The file you were talking about with pFCell->IsValue()
https://opengrok.libreoffice.org/xref/core/sc/source/ui/unoobj/chart2uno.cxx?r=b4f38d8b#2485

And the OOXML import:
https://opengrok.libreoffice.org/xref/core/oox/source/drawingml/chart/datasourcecontext.cxx?r=fada813d#51
Comment 8 Adam Kovacs 2019-02-19 10:28:48 UTC
This can be also related:
https://bugs.documentfoundation.org/show_bug.cgi?id=102621
Comment 10 Adam Kovacs 2019-02-19 13:25:31 UTC
In the member function ScChart2DataSequence::getNumericalData():
https://opengrok.libreoffice.org/xref/core/sc/source/ui/unoobj/chart2uno.cxx?r=b4f38d8b#2923
There is a line:
*pArr = rItem.mbIsValue ? rItem.mfValue : fNAN;
Comment 11 Adam Kovacs 2019-02-19 14:38:11 UTC
Created attachment 149422 [details]
sal_debug_calc_cell_content_2

So if we write this...
*pArr = rItem.mbIsValue ? rItem.mfValue : 0.0;
...instead of this...
*pArr = rItem.mbIsValue ? rItem.mfValue : fNAN;
...here...
https://opengrok.libreoffice.org/xref/core/sc/source/ui/unoobj/chart2uno.cxx?r=b4f38d8b#2923
...then we get the result on the screenshot.
Comment 12 Adam Kovacs 2019-02-22 10:45:13 UTC
Created attachment 149520 [details]
line chart vs stacked line chart in MSO

By the way, by default, MSO line charts also use gaps for empty or NaN values. But they have a chart type called stacked line chart.
Comment 13 Adam Kovacs 2019-02-22 10:59:49 UTC
Created attachment 149521 [details]
line chart vs stacked line chart in MSO

another comparsion in Excel 2016
Comment 14 Adam Kovacs 2019-02-22 11:06:50 UTC
Created attachment 149522 [details]
line chart empty cells and nan cells in excel vs calc

this screenshot shows what is the difference between excel and calc due to this bug
Comment 15 Adam Kovacs 2019-03-01 08:09:54 UTC
Created attachment 149671 [details]
empty formula line chart in excel vs calc

I was wrong when I thought that this bug was about LibreOffice didnt handle strings as cell values in line charts.

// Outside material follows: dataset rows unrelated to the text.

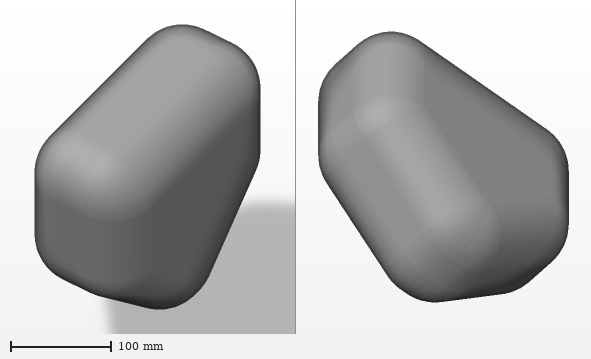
import cadquery as cq

thickness = 134.0
width = 270.0
height = 267.8

edge_radius = 50.0

face_shoulder_drop = 136.5
face_tip_half_width = 3.8

face_half_width = width / 2 - edge_radius
face_top = height / 2 - edge_radius
face_shoulder = height / 2 - face_shoulder_drop
face_tip = -height / 2 + edge_radius

face_outline = [
    (-face_half_width, face_top),
    (face_half_width, face_top),
    (face_half_width, face_shoulder),
    (face_tip_half_width, face_tip),
    (-face_tip_half_width, face_tip),
    (-face_half_width, face_shoulder),
]

prism = (
    cq.Workplane("YZ")
    .polyline(face_outline)
    .close()
    .offset2D(edge_radius, "intersection")
    .extrude(thickness / 2, both=True)
)

result = prism.edges().fillet(edge_radius)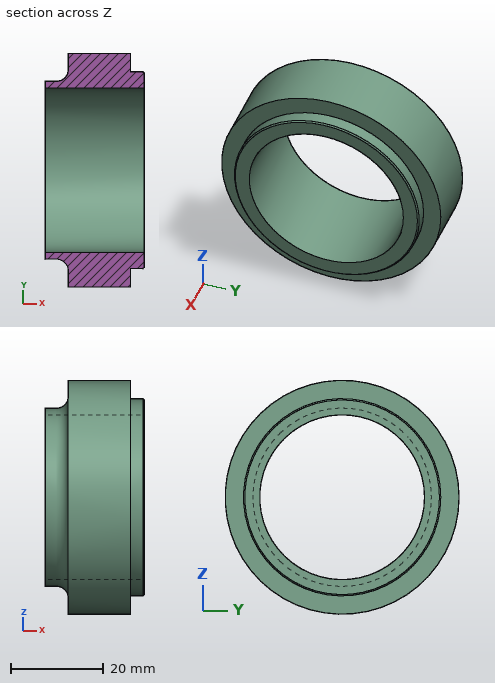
import cadquery as cq
import math

bore_diameter = 35.6
neck_diameter = 38.6
spigot_diameter = 42.7
flange_diameter = 50.65

neck_length = 5.0
flange_length = 13.5
spigot_length = 3.0

neck_fillet = 2.5
spigot_chamfer = 0.3

flange_start = neck_length
flange_end = flange_start + flange_length
spigot_end = flange_end + spigot_length

bore_radius = bore_diameter / 2
neck_radius = neck_diameter / 2
spigot_radius = spigot_diameter / 2
flange_radius = flange_diameter / 2


def ring_profile():
    """Half section of the ring: X is axial, Y is radial."""
    arc_offset = neck_fillet * math.sin(math.radians(45))
    arc_centre_x = flange_start - neck_fillet
    arc_centre_radius = neck_radius + neck_fillet
    arc_middle = (arc_centre_x + arc_offset, arc_centre_radius - arc_offset)

    return (
        cq.Workplane("XY")
        .moveTo(0, bore_radius)
        .lineTo(0, neck_radius)
        .lineTo(arc_centre_x, neck_radius)
        .threePointArc(arc_middle, (flange_start, arc_centre_radius))
        .lineTo(flange_start, flange_radius)
        .lineTo(flange_end, flange_radius)
        .lineTo(flange_end, spigot_radius)
        .lineTo(spigot_end - spigot_chamfer, spigot_radius)
        .lineTo(spigot_end, spigot_radius - spigot_chamfer)
        .lineTo(spigot_end, bore_radius)
        .close()
    )


result = ring_profile().revolve(360, (0, 0, 0), (1, 0, 0))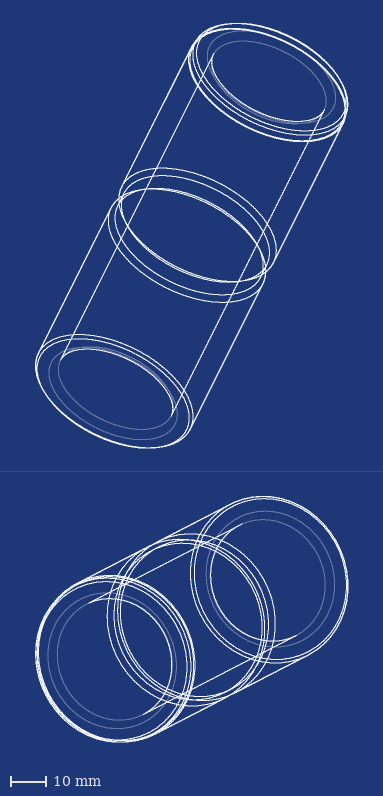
import cadquery as cq

length = 120.0
outer_radius = 24.0
bore_radius = 17.5
bore_rounding = 2.0
rim_chamfer = 0.8

groove_depth = 1.5
groove_floor_width = 4.8
groove_mouth_width = 7.9

step_length = 3.0
step_depth = 0.4

half_length = length / 2


def make_tube():
    """Solid of revolution: outer outline with groove and step, around a plain bore."""
    floor_radius = outer_radius - groove_depth
    step_radius = outer_radius - step_depth
    outline = [
        (bore_radius, -half_length),
        (outer_radius - rim_chamfer, -half_length),
        (outer_radius, -half_length + rim_chamfer),
        (outer_radius, -groove_mouth_width / 2),
        (floor_radius, -groove_floor_width / 2),
        (floor_radius, groove_floor_width / 2),
        (outer_radius, groove_mouth_width / 2),
        (outer_radius, half_length - step_length),
        (step_radius, half_length - step_length),
        (step_radius, half_length - rim_chamfer),
        (step_radius - rim_chamfer, half_length),
        (bore_radius, half_length),
    ]
    return cq.Workplane("XY").polyline(outline).close().revolve(360, (0, 0, 0), (0, 1, 0))


def round_bore_mouths(tube):
    """Round the bore edge at both ends."""
    for end_face in ("<Y", ">Y"):
        mouth = tube.faces(end_face).edges(cq.selectors.RadiusNthSelector(0))
        tube = mouth.fillet(bore_rounding)
    return tube


result = round_bore_mouths(make_tube())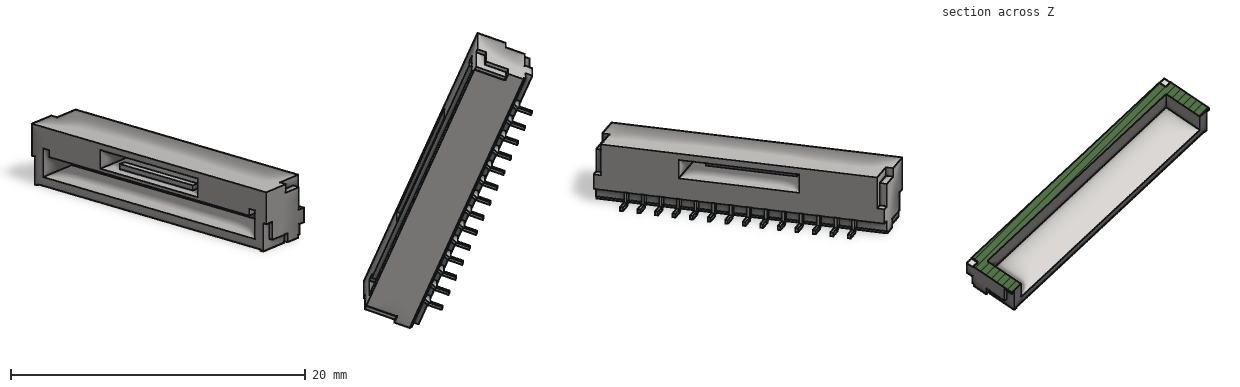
import cadquery as cq

LENGTH = 20.75
DEPTH = 4.03
OVERALL_DEPTH = 4.85
OVERALL_HEIGHT = 4.35
HOUSING_HEIGHT = 4.27
END_X = LENGTH / 2

RELIEF_TOP = 3.32
RELIEF_DEPTH = 0.5
STEP_TOP = 4.07
STEP_DEPTH = 0.62

SLOT_LENGTH = 18.74
SLOT_TOP = 2.05
SLOT_BOTTOM = 3.63
SLOT_DEPTH = 3.0
KEY_WIDTH = 0.52
KEY_TOP = 1.55

WINDOW_LENGTH = 8.6
WINDOW_TOP = 0.45
WINDOW_BOTTOM = 1.8
RIB_LENGTH = 6.47
RIB_HEIGHT = 0.37
RIB_SETBACK = 0.77
RIB_DEPTH = 0.5

RECESS_DEPTH = 0.52
REAR_TOP_DEPTH = 1.95
REAR_TOP_HEIGHT = 0.62
REAR_LEG_DEPTH = 0.55
REAR_LEG_BOTTOM = 2.26
FRONT_LEG_DEPTH = 0.65
FRONT_LEG_TOP = 2.32
FRONT_FOOT_TOP = 3.63
FRONT_FOOT_DEPTH = 2.26

TAB_THICKNESS = RECESS_DEPTH / 2
TAB_FOOT_DEPTH = 2.2

PIN_COUNT = 14
PIN_ROW_LENGTH = 16.25
PIN_WIDTH = 0.2
PIN_THICKNESS = 0.27
PIN_LEG_SETBACK = 0.08
PIN_BEND = 0.31


def box(x_min, x_max, y_min, y_max, top, bottom):
    """Box between two X and two Y limits; top and bottom are distances below the top face."""
    corner = cq.Vector(x_min, y_min, -bottom)
    return cq.Workplane(obj=cq.Solid.makeBox(x_max - x_min, y_max - y_min, bottom - top, corner))


def centred_box(length, y_min, y_max, top, bottom):
    """Box centred on X."""
    return box(-length / 2, length / 2, y_min, y_max, top, bottom)


def side_profile(points, x_start, width):
    """Extrude a (Y, depth below top) outline along +X."""
    outline = [(y, -drop) for y, drop in points]
    return cq.Workplane("YZ", origin=(x_start, 0, 0)).polyline(outline).close().extrude(width)


def both_ends(shape):
    """The shape together with its mirror image at the other end."""
    return shape.union(shape.mirror("YZ"))


def make_housing():
    return side_profile(
        [
            (0, 0),
            (DEPTH, 0),
            (DEPTH, RELIEF_TOP),
            (DEPTH - RELIEF_DEPTH, RELIEF_TOP),
            (DEPTH - RELIEF_DEPTH, STEP_TOP),
            (DEPTH - STEP_DEPTH, STEP_TOP),
            (DEPTH - STEP_DEPTH, HOUSING_HEIGHT),
            (0, HOUSING_HEIGHT),
        ],
        -END_X,
        LENGTH,
    )


def make_slot():
    slot = centred_box(SLOT_LENGTH, 0, SLOT_DEPTH, SLOT_TOP, SLOT_BOTTOM)
    slot_end = -SLOT_LENGTH / 2
    key = box(slot_end, slot_end + KEY_WIDTH, 0, SLOT_DEPTH, KEY_TOP, SLOT_BOTTOM)
    return slot.union(both_ends(key))


def make_window():
    return centred_box(WINDOW_LENGTH, 0, DEPTH, WINDOW_TOP, WINDOW_BOTTOM)


def make_latch_rib():
    rib_top = WINDOW_BOTTOM - RIB_HEIGHT
    return centred_box(RIB_LENGTH, RIB_SETBACK, RIB_SETBACK + RIB_DEPTH, rib_top, SLOT_TOP)


def make_rear_recess():
    inner_x = -END_X + RECESS_DEPTH
    top_arm = box(-END_X, inner_x, DEPTH - REAR_TOP_DEPTH, DEPTH, 0, REAR_TOP_HEIGHT)
    rear_leg = box(-END_X, inner_x, DEPTH - REAR_LEG_DEPTH, DEPTH, 0, REAR_LEG_BOTTOM)
    return top_arm.union(rear_leg)


def front_bracket(foot_depth, bottom, x_start, width):
    """L outline with a leg up the mating face and a foot along the underside."""
    return side_profile(
        [
            (0, FRONT_LEG_TOP),
            (FRONT_LEG_DEPTH, FRONT_LEG_TOP),
            (FRONT_LEG_DEPTH, FRONT_FOOT_TOP),
            (foot_depth, FRONT_FOOT_TOP),
            (foot_depth, bottom),
            (0, bottom),
        ],
        x_start,
        width,
    )


def make_pin(x_centre):
    leg_back = DEPTH - PIN_LEG_SETBACK
    leg_front = DEPTH - RELIEF_DEPTH
    foot_top = OVERALL_HEIGHT - PIN_THICKNESS
    return side_profile(
        [
            (leg_front, RELIEF_TOP),
            (leg_back, RELIEF_TOP),
            (leg_back, foot_top),
            (OVERALL_DEPTH, foot_top),
            (OVERALL_DEPTH, OVERALL_HEIGHT),
            (leg_front + PIN_BEND, OVERALL_HEIGHT),
            (leg_front, OVERALL_HEIGHT - PIN_BEND),
        ],
        x_centre - PIN_WIDTH / 2,
        PIN_WIDTH,
    )


front_recess = front_bracket(FRONT_FOOT_DEPTH, HOUSING_HEIGHT, -END_X, RECESS_DEPTH)
solder_tab = front_bracket(TAB_FOOT_DEPTH, OVERALL_HEIGHT, -END_X + TAB_THICKNESS, TAB_THICKNESS)

result = make_housing().cut(make_slot()).cut(make_window())
result = result.cut(both_ends(make_rear_recess())).cut(both_ends(front_recess))
result = result.union(make_latch_rib()).union(both_ends(solder_tab))

first_pin_x = -PIN_ROW_LENGTH / 2
pin_pitch = PIN_ROW_LENGTH / (PIN_COUNT - 1)
for index in range(PIN_COUNT):
    result = result.union(make_pin(first_pin_x + index * pin_pitch))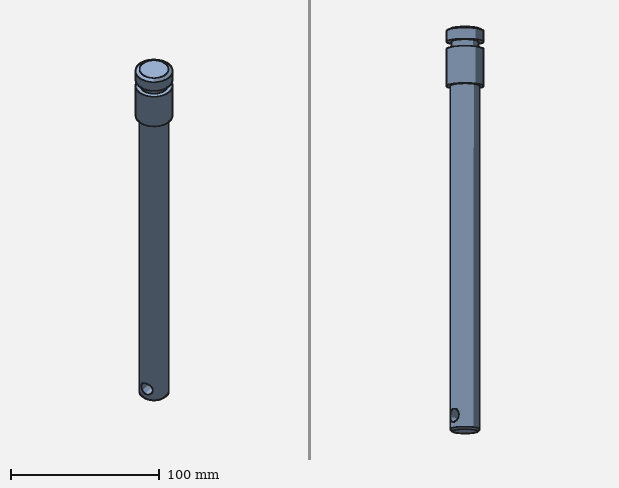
import cadquery as cq

total_length = 275.0

head_diameter = 25.0
head_length = 39.0
head_chamfer_width = 2.8
head_chamfer_height = 1.5
groove_diameter = 18.5
groove_depth_from_top = 8.8
groove_width = 5.0

shank_diameter = 20.0
shank_length = total_length - head_length
tip_chamfer = 1.5
cross_hole_diameter = 9.0
cross_hole_height = 10.0


def make_head():
    """Cylindrical head with a bevelled top rim and a ring groove."""
    radius = head_diameter / 2
    groove_radius = groove_diameter / 2
    groove_top = total_length - groove_depth_from_top
    groove_bottom = groove_top - groove_width
    return (
        cq.Workplane("XZ")
        .moveTo(0, shank_length)
        .lineTo(radius, shank_length)
        .lineTo(radius, groove_bottom)
        .lineTo(groove_radius, groove_bottom)
        .lineTo(groove_radius, groove_top)
        .lineTo(radius, groove_top)
        .lineTo(radius, total_length - head_chamfer_height)
        .lineTo(radius - head_chamfer_width, total_length)
        .lineTo(0, total_length)
        .close()
        .revolve(360, (0, 0, 0), (0, 1, 0))
    )


def make_shank():
    """Round shank with a chamfered tip and a cross hole along Y."""
    shank = cq.Workplane("XY").circle(shank_diameter / 2).extrude(shank_length)
    shank = shank.faces("<Z").chamfer(tip_chamfer)
    cross_hole = (
        cq.Workplane("XZ")
        .center(0, cross_hole_height)
        .circle(cross_hole_diameter / 2)
        .extrude(shank_diameter, both=True)
    )
    return shank.cut(cross_hole)


head = make_head()
shank = make_shank()

result = cq.Compound.makeCompound([head.val(), shank.val()])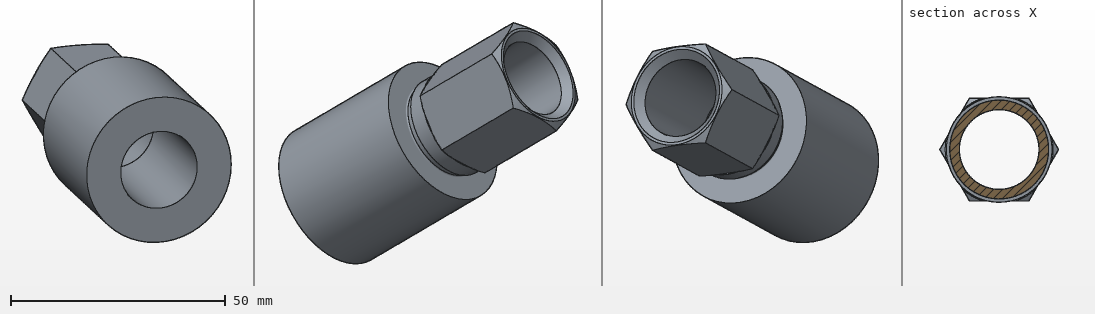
import cadquery as cq
import math

total_length = 69.3
hex_length = 26.05
collar_length = 4.1
neck_length = 1.7
spigot_length = 0.35
collar_start = hex_length
neck_start = collar_start + collar_length
neck_end = neck_start + neck_length
sleeve_face = neck_end + spigot_length

across_flats = 24.0
across_corners = across_flats / math.cos(math.radians(30))
front_chamfer_diameter = 23.7
rear_chamfer_diameter = 25.15
chamfer_slope = math.tan(math.radians(30))
collar_diameter = 24.6
neck_diameter = 23.1
spigot_diameter = neck_diameter
sleeve_diameter = 35.0
bore_diameter = 18.5
mouth_diameter = 22.4
mouth_depth = (mouth_diameter - bore_diameter) / 2


def cylinder(start, end, diameter):
    """Round bar along X between two axial positions."""
    return cq.Workplane("YZ", origin=(start, 0, 0)).circle(diameter / 2).extrude(end - start)


def revolve_profile(points):
    """Turn a closed (axial, radial) outline about the X axis."""
    return cq.Workplane("XY").polyline(points).close().revolve(360, (0, 0, 0), (1, 0, 0))


def make_chamfered_hex():
    """Hexagon with corners on +Y and -Y, turned to a cone at both ends."""
    prism = cq.Workplane("YZ").polygon(6, across_corners).extrude(hex_length)
    corner_radius = across_corners / 2
    front_radius = front_chamfer_diameter / 2
    rear_radius = rear_chamfer_diameter / 2
    front_chamfer = (corner_radius - front_radius) * chamfer_slope
    rear_chamfer = (corner_radius - rear_radius) * chamfer_slope
    envelope = revolve_profile([
        (0, 0),
        (0, front_radius),
        (front_chamfer, corner_radius),
        (hex_length - rear_chamfer, corner_radius),
        (hex_length, rear_radius),
        (hex_length, 0),
    ])
    return prism.intersect(envelope)


def make_nut():
    """Hex nut with a rear collar and neck, bored through with a conical mouth."""
    collar = cylinder(collar_start, neck_start, collar_diameter)
    neck = cylinder(neck_start, neck_end, neck_diameter)
    bore = cylinder(0, neck_end, bore_diameter)
    mouth = revolve_profile([
        (0, 0),
        (0, mouth_diameter / 2),
        (mouth_depth, bore_diameter / 2),
        (mouth_depth, 0),
    ])
    return make_chamfered_hex().union(collar).union(neck).cut(bore).cut(mouth)


def make_spigot():
    """Short root that flares from the nut's neck out to the sleeve face as a concave fillet."""
    inner_radius = spigot_diameter / 2
    outer_radius = inner_radius + spigot_length
    arc_offset = spigot_length * math.sin(math.radians(45))
    profile = (
        cq.Workplane("XY")
        .moveTo(neck_end, 0)
        .lineTo(neck_end, inner_radius)
        .threePointArc((neck_end + arc_offset, outer_radius - arc_offset), (sleeve_face, outer_radius))
        .lineTo(sleeve_face, 0)
        .close()
    )
    return profile.revolve(360, (0, 0, 0), (1, 0, 0))


def make_sleeve():
    """Plain bored cylinder whose flared spigot butts against the nut's neck."""
    body = cylinder(sleeve_face, total_length, sleeve_diameter)
    bore = cylinder(neck_end, total_length, bore_diameter)
    return body.union(make_spigot()).cut(bore)


nut = make_nut()
sleeve = make_sleeve()

result = cq.Compound.makeCompound([nut.val(), sleeve.val()])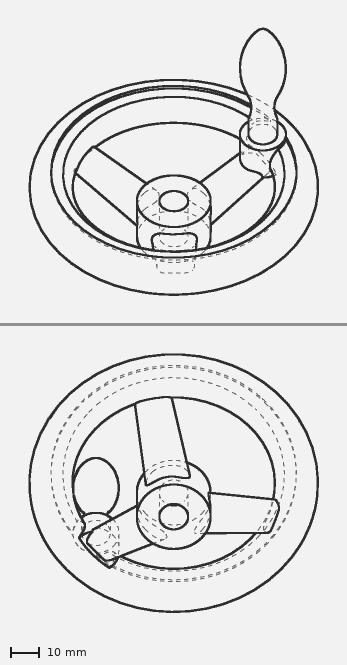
import cadquery as cq
import math

rim_outer_radius = 50.0
rim_section_radius = 7.5
rim_center_radius = rim_outer_radius - rim_section_radius
rim_step_depth = 1.25

hub_radius = 12.8
hub_height = 17.25
bore_radius = 5.0

rim_bottom_z = 16.5
rim_center_z = rim_bottom_z + rim_section_radius
rim_top_z = rim_center_z + rim_section_radius
rim_step_z = rim_top_z - rim_step_depth

spoke_count = 3
spoke_first_angle = 90.0
spoke_slope = 25.5
spoke_taper = 2.7
spoke_start_radius = 7.0
spoke_start_thickness = 7.8
spoke_flat_width = 8.2

boss_radius = 8.0
boss_offset = 36.0
boss_height = 13.25

shank_radius = 5.0
shank_top = 7.0
neck_radius = 4.0
neck_height = 13.0
grip_radius = 8.0
grip_height = 32.0
grip_arc_radius = 28.0
tip_radius = 3.0


def make_rim():
    ring = cq.Workplane("XZ").center(rim_center_radius, rim_center_z).circle(rim_section_radius)
    ring = ring.revolve(360, (-rim_center_radius, 0, 0), (-rim_center_radius, 1, 0))
    step = cq.Workplane("XY").workplane(offset=rim_step_z).circle(rim_center_radius).extrude(rim_step_depth)
    return ring.cut(step)


def make_hub():
    return cq.Workplane("XY").circle(hub_radius).extrude(hub_height)


def make_spoke(angle):
    """Spoke along +X, running up to the center of the rim section, then turned about Z."""
    slope = math.radians(spoke_slope)
    run = rim_center_radius - spoke_start_radius
    start_z = rim_center_z - run * math.tan(slope)
    section = cq.Plane(
        origin=(spoke_start_radius, 0, start_z),
        xDir=(0, 1, 0),
        normal=(math.cos(slope), 0, math.sin(slope)),
    )
    spoke = (
        cq.Workplane(section)
        .slot2D(spoke_flat_width + spoke_start_thickness, spoke_start_thickness)
        .extrude(run / math.cos(slope), taper=spoke_taper)
    )
    return spoke.rotate((0, 0, 0), (0, 0, 1), angle)


def make_boss():
    boss = cq.Workplane("XY", origin=(0, boss_offset, rim_top_z - boss_height))
    return boss.circle(boss_radius).extrude(boss_height)


def make_handle():
    """Turned handle whose upper neck, grip and tip arcs meet tangentially."""
    neck_to_grip = grip_height - neck_height
    swell = grip_radius - neck_radius
    radius_sum = (neck_to_grip**2 + swell**2) / (2 * swell)
    neck_arc_radius = radius_sum - grip_arc_radius
    grip_center = grip_radius - grip_arc_radius

    def grip_point(rise):
        return (grip_center + math.sqrt(grip_arc_radius**2 - rise**2), grip_height + rise)

    def neck_point(height):
        rise = height - neck_height
        return (neck_radius + neck_arc_radius - math.sqrt(neck_arc_radius**2 - rise**2), height)

    center_distance = grip_arc_radius - tip_radius
    tip_rise = math.sqrt(center_distance**2 - grip_center**2)
    tip_center_height = grip_height + tip_rise
    grip_start = grip_point(-neck_to_grip * grip_arc_radius / radius_sum)
    grip_end = grip_point(tip_rise * grip_arc_radius / center_distance)
    half_turn = math.acos(tip_rise / center_distance) / 2
    tip_middle = (
        tip_radius * math.sin(half_turn),
        tip_center_height + tip_radius * math.cos(half_turn),
    )
    apex = (0, tip_center_height + tip_radius)

    profile = (
        cq.Workplane("XZ", origin=(0, boss_offset, rim_top_z))
        .lineTo(shank_radius, 0)
        .lineTo(shank_radius, shank_top)
        .threePointArc(neck_point((shank_top + neck_height) / 2), (neck_radius, neck_height))
        .threePointArc(neck_point((neck_height + grip_start[1]) / 2), grip_start)
        .threePointArc((grip_radius, grip_height), grip_end)
        .threePointArc(tip_middle, apex)
        .close()
    )
    return profile.revolve(360, (0, 0, 0), (0, 1, 0))


def make_wheel():
    wheel = make_rim().union(make_hub())
    for index in range(spoke_count):
        wheel = wheel.union(make_spoke(spoke_first_angle + index * 360.0 / spoke_count))
    wheel = wheel.union(make_boss()).union(make_handle())
    bore = cq.Workplane("XY").circle(bore_radius).extrude(hub_height)
    return wheel.cut(bore)


result = make_wheel()

This bug is about empty formulas: =""

This screenshot demostrates the problem of this bug.
Comment 16 Adam Kovacs 2019-03-01 08:25:15 UTC
How to reproduce it:

1. Open Excel/Calc
2. Write some values in a column, one of them should be ="" (an empty formula), for example: 1, ="", void cell, 3
3. Select the area of column
4. Insert a line chart
5. Compare it in Excel vs Calc
Comment 17 Adam Kovacs 2019-03-01 09:29:53 UTC
Some related stuff in Excel:
https://www.extendoffice.com/documents/excel/4374-excel-skip-blanks-in-chart.html
Comment 21 Adam Kovacs 2019-03-06 12:45:51 UTC
20.64 chart:treat-empty-cells
The chart:treat-empty-cells attribute specifies how missing and invalid values are plotted
in a chart.
The defined values for the chart:treat-empty-cells attribute are:
- ignore: nothing is plotted for a point with missing values and the plot continues.
- leave-gap: nothing is plotted for a point with missing values and a continuous plot stops and
restarts at the next valid point.
- use-zero: missing values are replaced with zero.
The default behavior is ignore for scatter charts (chart:class is chart:scatter). For all
other chart types the default behavior is leave-gap.
This attribute is evaluated for chart styles that are applied to a <chart:plot-area> element.
The chart:treat-empty-cells attribute is usable with the following element:
<style:chart-properties> 17.22.
Comment 23 Commit Notification 2019-03-12 12:17:13 UTC
László Németh committed a patch related to this issue.
It has been pushed to "master":

https://git.libreoffice.org/core/+/f684c074d5f66c8b1546a626766bc045c04cebc3%5E%21

tdf#115012 XLSX chart import: workaround for no gap

It will be available in 6.3.0.

The patch should be included in the daily builds available at
https://dev-builds.libreoffice.org/daily/ in the next 24-48 hours. More
information about daily builds can be found at:
https://wiki.documentfoundation.org/Testing_Daily_Builds

Affected users are encouraged to test the fix and report feedback.
Comment 24 László Németh 2019-03-12 12:21:00 UTC
Fixed with a workaround, using use-zero chart:treat-empty-cells setting, if it's possible. Special cases, when the data source contains also empty cells, not only no-gap empty values, need other solution.